The villagers were generous to offer their small homes for participants to stay with them for a day, the participants were overwhelmed by their warm hospitality. At the end of the program each of the participants had a new story to tell, elaborating their learning and experiences at the work camp.

This work camp has helped the young people to learn about the skills to work together with the communities affected by natural disasters with love and care. This was a great experience for our YMCA participants. We gratefully acknowledge the support and cooperation of the people of Tambaliza and the YMCA of Iloilo.

~ Roger Peiris, Youth Program Officer


APAY Youth Program and Training Fund

“We want to do something for our community but we have no money! We see the need of the people but we do not know where to start with.” No more panic—APAY Youth Program and Training Fund could be part of your answers. This fund is set up to engage youth people to initiate small to medium size programs and trainings together with Local and/or National YMCA. The program or training does not have to be ground-breaking idea. It must target at youth aged 12 - 30 and must involve at least 20 youth participants. We want youth to respond to community issue and concern.

We have heard from many young people that they wanted to join as part of APAY Green Challenge, YMCA World Challenge or other campaigns. However, it was not easy for them to start-up. Therefore, this fund can bridge this gap.

If you have an idea, don’t hesitate to form a group, work out a plan with your YMCA then apply via National YMCA. The program could be from Local and/or National YMCA. National YMCA endorsement is required. The application opens all year round.

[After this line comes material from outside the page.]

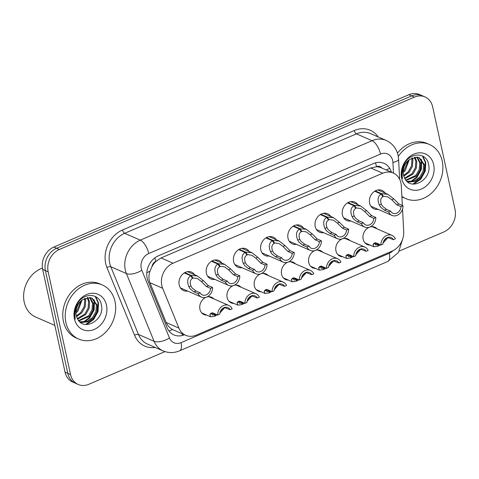 <?xml version="1.0" encoding="UTF-8"?>
<svg xmlns="http://www.w3.org/2000/svg" width="479" height="479" viewBox="0 0 479 479"><rect width="100%" height="100%" fill="white"/><g stroke="black" fill="none" stroke-linecap="round" stroke-linejoin="round"><path stroke-width="0.72" d="M206.73 315.11A9.448 7.784 -66.4 0 1 204.012 314.565A9.448 7.784 -66.4 0 1 199.935 309.284A9.448 7.784 -66.4 0 1 206.204 297.237M233.932 303.441A9.448 7.784 -66.4 0 1 231.213 302.896A9.448 7.784 -66.4 0 1 227.142 297.609A9.448 7.784 -66.4 0 1 233.405 285.562M261.139 291.765A9.448 7.784 -66.4 0 1 258.421 291.22A9.448 7.784 -66.4 0 1 254.343 285.933A9.448 7.784 -66.4 0 1 260.612 273.892M288.34 280.089A9.448 7.784 -66.4 0 1 285.622 279.55A9.448 7.784 -66.4 0 1 281.55 274.263A9.448 7.784 -66.4 0 1 287.813 262.217M315.541 268.42A9.448 7.784 -66.4 0 1 312.823 267.875A9.448 7.784 -66.4 0 1 308.751 262.588A9.448 7.784 -66.4 0 1 315.014 250.541M342.748 256.744A9.448 7.784 -66.4 0 1 340.03 256.199A9.448 7.784 -66.4 0 1 335.953 250.918A9.448 7.784 -66.4 0 1 342.222 238.871M369.95 245.074A9.448 7.784 -66.4 0 1 367.231 244.529A9.448 7.784 -66.4 0 1 363.16 239.243A9.448 7.784 -66.4 0 1 369.423 227.196M187.606 291.04A10.053 8.281 -66.4 0 1 183.541 290.561A10.053 8.281 -66.4 0 1 179.206 284.939A10.053 8.281 -66.4 0 1 182.307 274.539A10.053 8.281 -66.4 0 1 191.588 272.144A10.053 8.281 -66.4 0 1 194.702 274.808M214.808 279.365A10.053 8.281 -66.4 0 1 210.742 278.892A10.053 8.281 -66.4 0 1 206.413 273.269A10.053 8.281 -66.4 0 1 209.515 262.863A10.053 8.281 -66.4 0 1 218.795 260.474A10.053 8.281 -66.4 0 1 221.903 263.133M242.015 267.689A10.053 8.281 -66.4 0 1 237.949 267.216A10.053 8.281 -66.4 0 1 233.614 261.594A10.053 8.281 -66.4 0 1 236.716 251.188A10.053 8.281 -66.4 0 1 245.996 248.799A10.053 8.281 -66.4 0 1 249.104 251.457M269.216 256.02A10.053 8.281 -66.4 0 1 265.15 255.547A10.053 8.281 -66.4 0 1 260.816 249.924A10.053 8.281 -66.4 0 1 263.923 239.518A10.053 8.281 -66.4 0 1 273.198 237.123A10.053 8.281 -66.4 0 1 276.311 239.787M296.417 244.344A10.053 8.281 -66.4 0 1 292.358 243.871A10.053 8.281 -66.4 0 1 288.023 238.249A10.053 8.281 -66.4 0 1 291.124 227.842A10.053 8.281 -66.4 0 1 300.405 225.453A10.053 8.281 -66.4 0 1 303.512 228.112M323.624 232.674A10.053 8.281 -66.4 0 1 319.559 232.195A10.053 8.281 -66.4 0 1 315.224 226.573A10.053 8.281 -66.4 0 1 318.325 216.167A10.053 8.281 -66.4 0 1 327.606 213.778A10.053 8.281 -66.4 0 1 330.714 216.442M350.826 220.999A10.053 8.281 -66.4 0 1 346.76 220.526A10.053 8.281 -66.4 0 1 342.431 214.903A10.053 8.281 -66.4 0 1 345.533 204.497A10.053 8.281 -66.4 0 1 354.813 202.108A10.053 8.281 -66.4 0 1 357.921 204.767M378.033 209.323A10.053 8.281 -66.4 0 1 373.967 208.85A10.053 8.281 -66.4 0 1 369.632 203.228A10.053 8.281 -66.4 0 1 372.734 192.821A10.053 8.281 -66.4 0 1 382.014 190.432A10.053 8.281 -66.4 0 1 385.122 193.091M402.342 205.491L401.306 185.84A17.711 14.598 113.6 0 0 400.923 182.954A17.711 14.598 113.6 0 0 393.283 173.045A17.711 14.598 113.6 0 0 382.691 173.224L173.033 263.193A17.711 14.598 113.6 0 0 162.638 288.256L178.895 328.091A17.711 14.598 113.6 0 0 185.702 335.306A17.711 14.598 113.6 0 0 196.294 335.126L392.097 251.11A17.711 14.598 113.6 0 0 403.713 231.614L402.534 209.173M151.957 266.623A17.711 14.598 -66.4 0 1 156.028 261.306L155.771 261.42A5.904 4.868 113.6 0 0 151.957 266.623L150.047 271.114C148.598 275.191 148.556 279.047 149.915 282.694L166.177 322.529C167.482 325.564 169.584 327.881 172.482 329.474L173.59 330.013M381.745 168.003A5.904 4.868 113.6 0 0 376.518 166.692L376.26 166.8A17.711 14.598 -66.4 0 1 381.332 167.824L393.283 173.045M376.26 166.8L370.722 167.991L161.064 257.959L156.028 261.306M342.551 238.752A9.448 7.784 -66.4 0 1 347.592 238.889A9.448 7.784 -66.4 0 1 349.838 240.512M315.35 250.421A9.448 7.784 -66.4 0 1 320.391 250.559A9.448 7.784 -66.4 0 1 322.636 252.188M288.148 262.097A9.448 7.784 -66.4 0 1 293.19 262.235A9.448 7.784 -66.4 0 1 295.435 263.857M260.941 273.772A9.448 7.784 -66.4 0 1 265.983 273.91A9.448 7.784 -66.4 0 1 268.228 275.533M233.74 285.442A9.448 7.784 -66.4 0 1 238.782 285.58A9.448 7.784 -66.4 0 1 241.027 287.208M206.533 297.118A9.448 7.784 -66.4 0 1 211.574 297.255A9.448 7.784 -66.4 0 1 213.826 298.878M369.758 227.076A9.448 7.784 -66.4 0 1 374.8 227.214A9.448 7.784 -66.4 0 1 377.045 228.842M164.98 351.604L88.801 384.296A17.711 14.598 -66.4 0 1 78.203 384.475A17.711 14.598 -66.4 0 1 70.569 374.566L48.169 271.832L45.409 270.623A17.711 14.598 -66.4 0 1 56.642 248.254L411.659 95.908A17.711 14.598 -66.4 0 1 422.256 95.728A17.711 14.598 -66.4 0 0 411.659 95.908L56.642 248.254A17.711 14.598 -66.4 0 0 45.409 270.623L67.808 373.363L45.409 270.623L42.649 269.42A17.711 14.598 -66.4 0 1 53.882 247.044L408.904 94.704A17.711 14.598 -66.4 0 1 419.496 94.525L425.011 96.932A17.711 14.598 -66.4 0 1 432.651 106.847L455.05 209.58A17.711 14.598 -66.4 0 1 443.817 231.956L399.282 251.062M78.203 384.475L75.448 383.272A17.711 14.598 -66.4 0 1 67.808 373.363A17.711 14.598 -66.4 0 0 75.448 383.272L72.688 382.068A17.711 14.598 -66.4 0 1 65.048 372.153L42.649 269.42M391.421 172.23A17.711 14.598 113.6 0 0 384.044 163.357A17.711 14.598 113.6 0 0 373.452 163.537L158.381 255.828A17.711 14.598 113.6 0 0 147.981 280.892L167.087 327.696A17.711 14.598 113.6 0 0 173.895 334.917A17.711 14.598 113.6 0 0 184.439 334.755M48.169 271.832A17.711 14.598 -66.4 0 1 59.396 249.457L414.419 97.111A17.711 14.598 -66.4 0 1 425.011 96.932M375.237 190.905L381.775 193.761L387.888 194.3L393.822 198.917L398.821 203.952L403.025 205.79A8.856 7.299 113.6 0 1 391.912 215.388A8.856 7.299 113.6 0 1 388.595 211.981L384.392 210.149L380.655 207.185L379.356 205.126C377.236 199.869 377.829 196.174 381.128 194.037L374.692 191.223M381.128 194.037L382.907 196.671C380.613 198.114 380.098 200.641 381.374 204.264L382.619 206.341L386.409 209.281L390.613 211.119A6.496 5.353 -66.4 0 0 392.858 213.227A6.496 5.353 -66.4 0 0 401.007 206.659L396.804 204.82L391.804 199.785L387.858 196.869L382.517 196.097M381.775 193.761L383.38 196.474M388.595 211.981L390.613 211.119M401.007 206.659L403.025 205.79M375.644 242.572L375.057 243.536L375.686 244.997L378.494 244.661L377.65 246.302L373.818 246.763L373.045 244.398L374.261 243.057L376.716 243.152L380.919 244.985A8.856 7.299 113.6 0 1 392.032 235.387L372.081 226.669M380.919 244.985L382.937 244.122A6.496 5.353 -66.4 0 1 391.086 237.554A6.496 5.353 -66.4 0 1 393.325 239.662L395.349 238.793A8.856 7.299 113.6 0 0 392.032 235.387M375.35 242.883L379.326 244.29M383.667 241.165L386.445 237.937M387.607 237.464L393.325 239.662M378.967 244.464L378.296 246.026L377.883 245.847M378.494 244.661L375.159 243.206M388.409 237.093L383.068 242.979M380.524 244.817L378.296 246.026M348.035 202.581L354.568 205.437L360.681 205.976L366.615 210.592L371.62 215.628L375.823 217.466A8.856 7.299 113.6 0 1 364.711 227.064A8.856 7.299 113.6 0 1 361.394 223.657L357.19 221.819L353.448 218.861L352.155 216.801C350.035 211.544 350.622 207.844 353.927 205.713L347.491 202.898M353.927 205.713L355.705 208.347C353.406 209.784 352.897 212.317 354.167 215.933L355.412 218.017L359.208 220.951L363.411 222.789A6.496 5.353 -66.4 0 0 365.657 224.902A6.496 5.353 -66.4 0 0 373.8 218.334L369.596 216.496L364.603 211.455L360.657 208.539L355.316 207.766M354.568 205.437L356.172 208.143M361.394 223.657L363.411 222.789M373.8 218.334L375.823 217.466M320.828 214.251L327.367 217.107L333.48 217.646L339.413 222.268L344.413 227.303L348.616 229.136A8.856 7.299 113.6 0 1 337.503 238.74A8.856 7.299 113.6 0 1 334.186 235.333L329.983 233.495L326.247 230.531L324.948 228.471C322.828 223.214 323.421 219.52 326.726 217.382L320.289 214.574M326.726 217.382L328.498 220.023C326.205 221.46 325.69 223.986 326.965 227.609L328.211 229.686L332.007 232.626L336.21 234.465A6.496 5.353 -66.4 0 0 338.449 236.572A6.496 5.353 -66.4 0 0 346.598 230.004L342.395 228.172L337.402 223.13L333.456 220.214L328.109 219.442M327.367 217.107L328.971 219.819M334.186 235.333L336.21 234.465M346.598 230.004L348.616 229.136M293.627 225.926L300.159 228.782L306.273 229.321L312.212 233.938L317.212 238.973L321.415 240.811A8.856 7.299 113.6 0 1 310.302 250.409A8.856 7.299 113.6 0 1 306.985 247.002L302.782 245.17L299.046 242.206L297.746 240.147C295.627 234.89 296.214 231.195 299.519 229.058L293.082 226.244M299.519 229.058L301.297 231.692C299.004 233.135 298.489 235.662 299.758 239.284L301.01 241.362L304.8 244.302L309.003 246.134A6.496 5.353 -66.4 0 0 311.248 248.248A6.496 5.353 -66.4 0 0 319.391 241.679L315.188 239.841L310.194 234.806L306.249 231.884L300.908 231.118M300.159 228.782L301.77 231.495M306.985 247.002L309.003 246.134M319.391 241.679L321.415 240.811M266.426 237.602L272.958 240.458L279.071 240.991L285.005 245.613L290.011 250.649L294.214 252.487A8.856 7.299 113.6 0 1 283.095 262.085A8.856 7.299 113.6 0 1 279.778 258.678L275.575 256.84L271.838 253.876L270.545 251.822C268.42 246.565 269.012 242.865 272.317 240.733L265.881 237.919M272.317 240.733L274.09 243.368C271.797 244.805 271.288 247.338 272.557 250.954L273.802 253.038L277.598 255.972L281.802 257.81A6.496 5.353 -66.4 0 0 284.041 259.917A6.496 5.353 -66.4 0 0 292.19 253.355L287.987 251.517L282.993 246.475L279.047 243.56L273.701 242.787M272.958 240.458L274.563 243.164M279.778 258.678L281.802 257.81M292.19 253.355L294.214 252.487M348.437 254.247L347.856 255.205L348.478 256.672L351.293 256.337L350.448 257.977L346.616 258.432L345.844 256.073L347.059 254.732L349.508 254.822L353.712 256.66A8.856 7.299 113.6 0 1 364.824 247.062L344.874 238.344M353.712 256.66L355.735 255.792A6.496 5.353 -66.4 0 1 363.878 249.224A6.496 5.353 -66.4 0 1 366.124 251.337L368.141 250.469A8.856 7.299 113.6 0 0 364.824 247.062M348.143 254.553L352.119 255.966M356.466 252.834L359.244 249.607M360.4 249.134L366.124 251.337M351.766 256.133L351.089 257.702L350.682 257.522M351.293 256.337L347.958 254.882M361.208 248.769L355.867 254.654M353.316 256.487L351.089 257.702M321.235 265.917L320.655 266.881L321.277 268.348L324.091 268.012L323.247 269.653L319.409 270.108L318.637 267.743L319.852 266.402L322.307 266.498L326.51 268.336A8.856 7.299 113.6 0 1 337.623 258.738L317.673 250.014M326.51 268.336L328.528 267.468A6.496 5.353 -66.4 0 1 336.677 260.899A6.496 5.353 -66.4 0 1 338.916 263.007L340.94 262.145A8.856 7.299 113.6 0 0 337.623 258.738M320.942 266.228L324.918 267.641M329.259 264.51L332.037 261.283M333.198 260.81L338.916 263.007M324.558 267.809L323.888 269.378L323.481 269.198M324.091 268.012L320.75 266.552M334.001 260.438L328.666 266.33M326.115 268.162L323.888 269.378M294.034 277.592L293.447 278.556L294.076 280.017L296.884 279.682L296.04 281.323L292.208 281.784L291.436 279.419L292.651 278.077L295.1 278.173L299.303 280.005A8.856 7.299 113.6 0 1 310.422 270.407L290.466 261.69M299.303 280.005L301.327 279.143A6.496 5.353 -66.4 0 1 309.476 272.575A6.496 5.353 -66.4 0 1 311.715 274.683L313.739 273.814A8.856 7.299 113.6 0 0 310.422 270.407M293.741 277.904L297.71 279.311M302.057 276.179L304.836 272.958M305.997 272.479L311.715 274.683M297.357 279.485L296.687 281.047L296.273 280.868M296.884 279.682L293.549 278.227M306.799 272.114L301.459 278M298.914 279.838L296.687 281.047M398.294 156.459A29.524 24.333 -66.4 0 1 429.495 144.514A29.524 24.333 -66.4 0 1 442.225 161.034A29.524 24.333 -66.4 0 1 433.112 191.6A29.524 24.333 -66.4 0 1 405.851 198.623A29.524 24.333 -66.4 0 1 401.857 196.294M397.474 153.124A29.524 24.333 -66.4 0 1 427.046 143.443L429.495 144.514M407.012 181.379L414.197 180.99L419.718 177.134L423.143 171.105L423.634 164.56L418.891 157.549M407.174 181.535L408.94 182.038L415.173 181.415L420.694 177.559L424.113 171.53L424.61 164.986L419.382 157.747L417.419 157.172L409.796 159.333A13.346 10.999 -66.4 0 0 403.51 174.991A13.346 10.999 -66.4 0 0 404.354 177.511C409.988 192.151 432.028 179.781 428.705 165.177C427.226 151.34 408.533 151.927 403.438 165.722C401.839 169.644 401.444 173.524 402.24 177.362L402.576 178.643L402.306 177.236C401.57 169.195 404.066 163.225 409.796 159.333M405.845 180.092L415.826 175.434L419.251 169.404L419.742 162.86L416.766 157.094M406.162 180.487L416.802 175.859L420.221 169.829L420.718 163.285L417.317 157.154M404.629 178.122L411.934 173.727L415.359 167.698L415.85 161.154L414.383 157.226M404.917 178.679L412.91 174.152L416.329 168.123L416.82 161.579L415.006 157.13M403.611 175.416L408.042 172.027L411.467 165.997L411.958 159.453L411.659 158.166M403.827 176.182L409.018 172.452L412.437 166.423L412.928 159.878L412.383 157.831M403.222 171.284L404.15 170.326L408.24 160.579M403.21 172.554L405.126 170.752L409.21 159.758M433.687 164.698A19.25 15.867 -66.4 0 1 421.478 189.013A19.25 15.867 -66.4 0 1 401.665 178.439A19.25 15.867 -66.4 0 1 413.868 154.118A19.25 15.867 -66.4 0 1 433.687 164.698M405.851 198.623L403.402 197.552A29.524 24.333 -66.4 0 1 401.881 196.809M410.425 181.786L416.508 177.146L420.867 169.243L421.412 160.663L421.071 159.208M412.886 184.08L420.4 178.847L424.765 170.943L425.304 162.363L422.382 155.914M404.384 166.171L405.012 164.818M411.551 181.679L416.993 177.362L421.358 169.452L421.7 159.944M413.778 184.14L420.885 179.062L425.25 171.153L425.795 162.579L422.927 156.196M65.892 322.523A29.524 24.333 -66.4 0 1 75.011 291.956A29.524 24.333 -66.4 0 1 102.267 284.933A29.524 24.333 -66.4 0 1 114.996 301.453A29.524 24.333 -66.4 0 1 105.883 332.013A29.524 24.333 -66.4 0 1 78.622 339.036A29.524 24.333 -66.4 0 1 65.892 322.523M78.622 339.036L76.173 337.964A29.524 24.333 -66.4 0 1 63.444 321.451A29.524 24.333 -66.4 0 1 72.557 290.885A29.524 24.333 -66.4 0 1 99.818 283.861L102.267 284.933M54.863 325.433L35.68 317.05A26.573 21.896 -66.4 0 1 24.219 302.183A26.573 21.896 -66.4 0 1 42.415 268.09M79.783 321.798L86.968 321.409L92.489 317.547L95.914 311.518L96.405 304.973L91.663 297.968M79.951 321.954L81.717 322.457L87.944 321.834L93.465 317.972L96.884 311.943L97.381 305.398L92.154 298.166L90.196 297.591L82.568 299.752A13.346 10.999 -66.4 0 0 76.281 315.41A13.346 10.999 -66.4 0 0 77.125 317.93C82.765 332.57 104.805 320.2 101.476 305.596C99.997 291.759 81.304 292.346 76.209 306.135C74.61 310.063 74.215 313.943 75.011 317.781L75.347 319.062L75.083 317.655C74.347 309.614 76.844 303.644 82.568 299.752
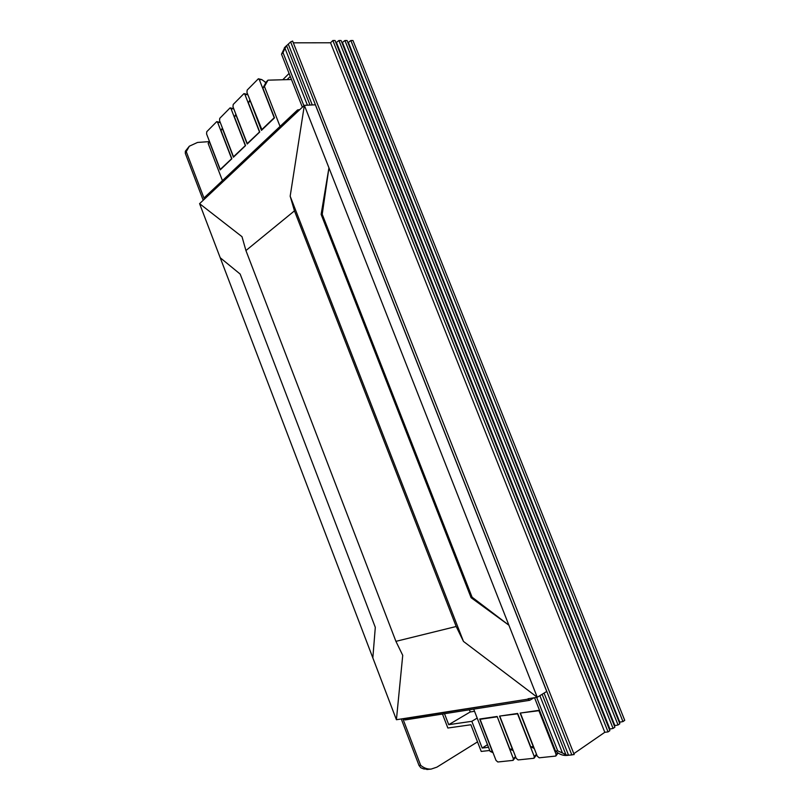 <?xml version="1.0" encoding="UTF-8"?>
<svg xmlns="http://www.w3.org/2000/svg" width="810" height="810" viewBox="0 0 810 810"><rect width="100%" height="100%" fill="white"/><g stroke="black" fill="none" stroke-linecap="round" stroke-linejoin="round"><path stroke-width="1.21" d="M189.338 146.205L185.308 153.363L185.358 151.207L189.338 146.205L197.508 142.449L209.203 141.618M402.853 718.693L420.663 765.328C423.974 768.082 427.488 769.328 431.214 769.065L436.894 767.151L477.525 741.879M573.824 753.664L604.807 732.291L608.057 731.906L332.849 40.5L330.541 42.778L293.331 42.829M332.849 40.5L335.046 40.5L609.879 730.64L608.057 731.906M609.302 729.182L613.079 728.423L338.904 40.51L335.958 42.778M338.904 40.51L341.081 40.51L614.881 727.178L613.079 728.423M614.304 725.719L618.05 724.98L344.908 40.52L341.982 42.768M344.908 40.52L347.055 40.52L619.832 723.735L618.05 724.98M619.255 722.287L622.961 721.568L350.841 40.52L347.956 42.768M350.841 40.52L352.978 40.53L624.733 720.343L622.961 721.568M542.123 694.281L565.856 754.525L564.236 754.687L568.559 755.234L574.168 754.545L292.623 41.057L290.628 41.928L285.444 46.757L286.578 45.583L310.017 105.067M571.83 754.91L290.628 41.928M427.842 769.399L426.647 769.135M534.549 697.714L555.528 751.062L557.685 750.829L536.655 697.38M303.912 105.756L283.014 52.63L281.505 54.179L302.363 107.214M186.462 152.169L204.403 199.138M426.789 769.5L429.239 769.257L423.792 768.943L420.835 767.769L419.033 765.501L401.264 718.946M203.209 200.262L185.308 153.363M419.033 765.501L420.663 765.328M281.505 54.179L284.816 47.355M567.152 755.396L566.747 755.436C562.859 755.7 559.123 754.242 555.528 751.062M619.711 721.973L348.513 42.768M614.79 725.375L342.579 42.768M609.819 728.818L336.585 42.778M604.807 732.291L330.541 42.778M568.559 755.234L544.067 693.087M312.265 104.956L288.35 44.277M557.685 750.829L562.454 753.006L539.875 695.668M307.405 105.189L284.998 48.296L283.014 52.63M565.856 754.525L562.454 753.006M284.998 48.296L286.578 45.583M405.294 719.837L403.522 718.926L528.201 699.101L396.414 719.726L402.732 655.341L395.918 641.348L245.926 250.553L242.008 236.692L199.584 203.664L304.347 105.341L315.353 104.804L546.73 691.456L537.253 697.278L328.941 167.832L321.125 214.397L471.096 597.709L508.903 625.219L472.088 597.203L322.228 214.285L328.941 167.832L304.347 105.341L290.172 196.202L294.455 210.863L456.192 626.495L463.472 641.419L290.172 196.202M528.059 698.746L537.253 697.278L463.472 641.419M396.414 719.726L372.833 657.882L375.303 627.365L363.66 596.778L240.155 274.063L220.209 257.732L199.584 203.664M372.833 657.882L220.209 257.732M245.926 250.553L294.455 210.863M395.918 641.348L456.192 626.495M471.096 597.709L472.088 597.203M321.125 214.397L322.228 214.285M299.801 109.613L297.564 109.947L297.553 111.719M297.432 111.385L204.808 198.754M204.697 198.47L204.879 197.144L297.564 109.947M533.932 697.815L529.73 700.296L404.939 719.958M528.201 699.101L529.73 700.296M534.236 748.43L530.722 746.82L533.547 746.688M493.017 752.692L490.101 751.386L492.48 751.285M473.708 709.125L490.101 751.386M513.236 750.678L509.885 749.159L497.148 716.465L479.712 719.017L492.186 751.154M509.885 749.159L512.598 749.027M530.722 746.82L517.661 713.458L499.517 716.111L512.295 748.896M552.44 744.38L539.045 710.319L520.131 713.094L533.233 746.537M497.036 716.83L480.067 719.31L496.034 760.438L497.846 761.987L513.094 760.377L513.337 758.656L497.239 716.708M480.067 719.31L480.836 718.855M513.337 758.656L515.565 756.641M499.881 716.415L516.233 758.362L518.116 759.932L534.003 758.261L534.256 756.51L517.549 713.833L500.651 715.949M534.256 756.51L536.524 754.272M520.516 713.397L537.273 756.206L539.217 757.806L555.792 756.054L556.055 754.272L538.923 710.704L521.286 712.921M558.09 753.037L555.852 756.003M536.331 755.122L534.063 758.221M515.403 757.299L513.145 760.337M209.628 141.851L208.15 143.431L209.405 141.274M222.649 128.668L220.968 130.471L222.396 127.99M236.166 114.99L234.414 116.853L235.892 114.281M266.409 81.77L267.978 80.17L264.435 86.478L262.865 88.067L266.409 81.77M291.468 79.512L267.978 80.17M280.047 126.431L264.435 86.478M208.15 143.431L222.436 180.63M250.189 100.794L261.458 130.359L274.499 117.855L262.865 88.067M250.047 101.037L248.376 102.738L249.895 100.045M236.034 115.222L247.192 144.038L259.747 132L248.376 102.738M222.527 128.891L233.442 157.211L245.552 145.608L234.414 116.853M209.506 142.064L220.198 169.908L231.862 158.73L220.968 130.471M265.447 82.833L266.298 81.972M265.599 83.207L265.113 81.972L261.792 79.603L259.352 79.674L258.339 78.793L247.182 90.062L246.939 92.431L261.974 129.863M261.508 129.894L274.205 117.723L259.352 79.674M259.463 131.858L244.934 94.486L243.942 93.616L233.209 104.46L232.976 106.768L247.242 143.583L259.686 131.838M247.83 94.719L244.934 94.486M245.268 145.466L231.052 108.753L230.081 107.882L219.753 118.331L219.54 120.579L233.493 156.765L245.491 145.456M233.796 108.864L231.052 108.753M231.589 158.588L217.677 122.492L216.726 121.632L206.773 131.696L206.57 133.903L220.239 169.472L231.802 158.568M220.279 122.502L217.677 122.492M216.786 121.632L220.057 122.35M230.151 107.882L233.452 108.631M244.023 93.616L247.354 94.395M258.43 78.793L261.792 79.603M289.079 73.447L282.761 79.755M287.074 79.633L290.274 76.464M442.473 714.045L447.859 728.028L470.893 724.758L481.221 751.437L489.746 750.475M488.511 747.296L482.183 748.035L487.498 744.684M482.183 748.035L471.825 721.315L477.181 718.095M474.538 711.281L470.225 711.96L469.395 709.803M471.825 721.315L448.73 724.677L470.225 711.96M448.73 724.677L444.508 713.731M556.055 754.272L557.979 752.966M427.113 769.48L431.214 769.065M566.747 755.436L572.174 754.89M284.34 47.841L285.849 46.281"/></g></svg>

For more details, please refer to the brief and application form downloadable at APAY website


~ Alvin Kan, APAY Youth Participation and Leadership Development Committee

Basic Secretaries' Training, Cambodia YMCA

Basic Secretaries Training is a first time ever held in Cambodia YMCA’s history. It took place in Phnom Penh from May 20-26, 2014.  It is an important and useful training which is considered as the platform to help promote understanding on YMCA’s works. It plays important role in delivering the history, philosophy, concept and strategic working to YMCA staff, volunteers and members. It is also served as the stepping stone for staff, volunteers and members to carry on works and prepare concession for the future of YMCA. A whole week of training, although it is short, I have learnt a lot and known a lot of what my responsibility is, how YMCA works, and what I should do for development of Cambodia YMCA toward sustainability in the future. All of these used to be my difficulties in working to serve the goal of Cambodia YMCA in the previous time, but now I can assure that I know I can change.

Being staff, volunteer and youth member of Cambodia YMCA, I would like to express our sincere gratitude and special thanks to APAY and our General Secretary for your attention and assistance in conducting this training and in giving us the opportunity to attend. I am very pleased to accept this support. You provide us the support I seek. If it is possible, I would like to ask for your consideration to have this kind of training every year or once every two years.

~UK SAM OEUN, a Program Secretary of Cambodia YMCA & a participant of 1st Basic Secretary Training held in Phnom Penh recently. The above is his reflection on the training.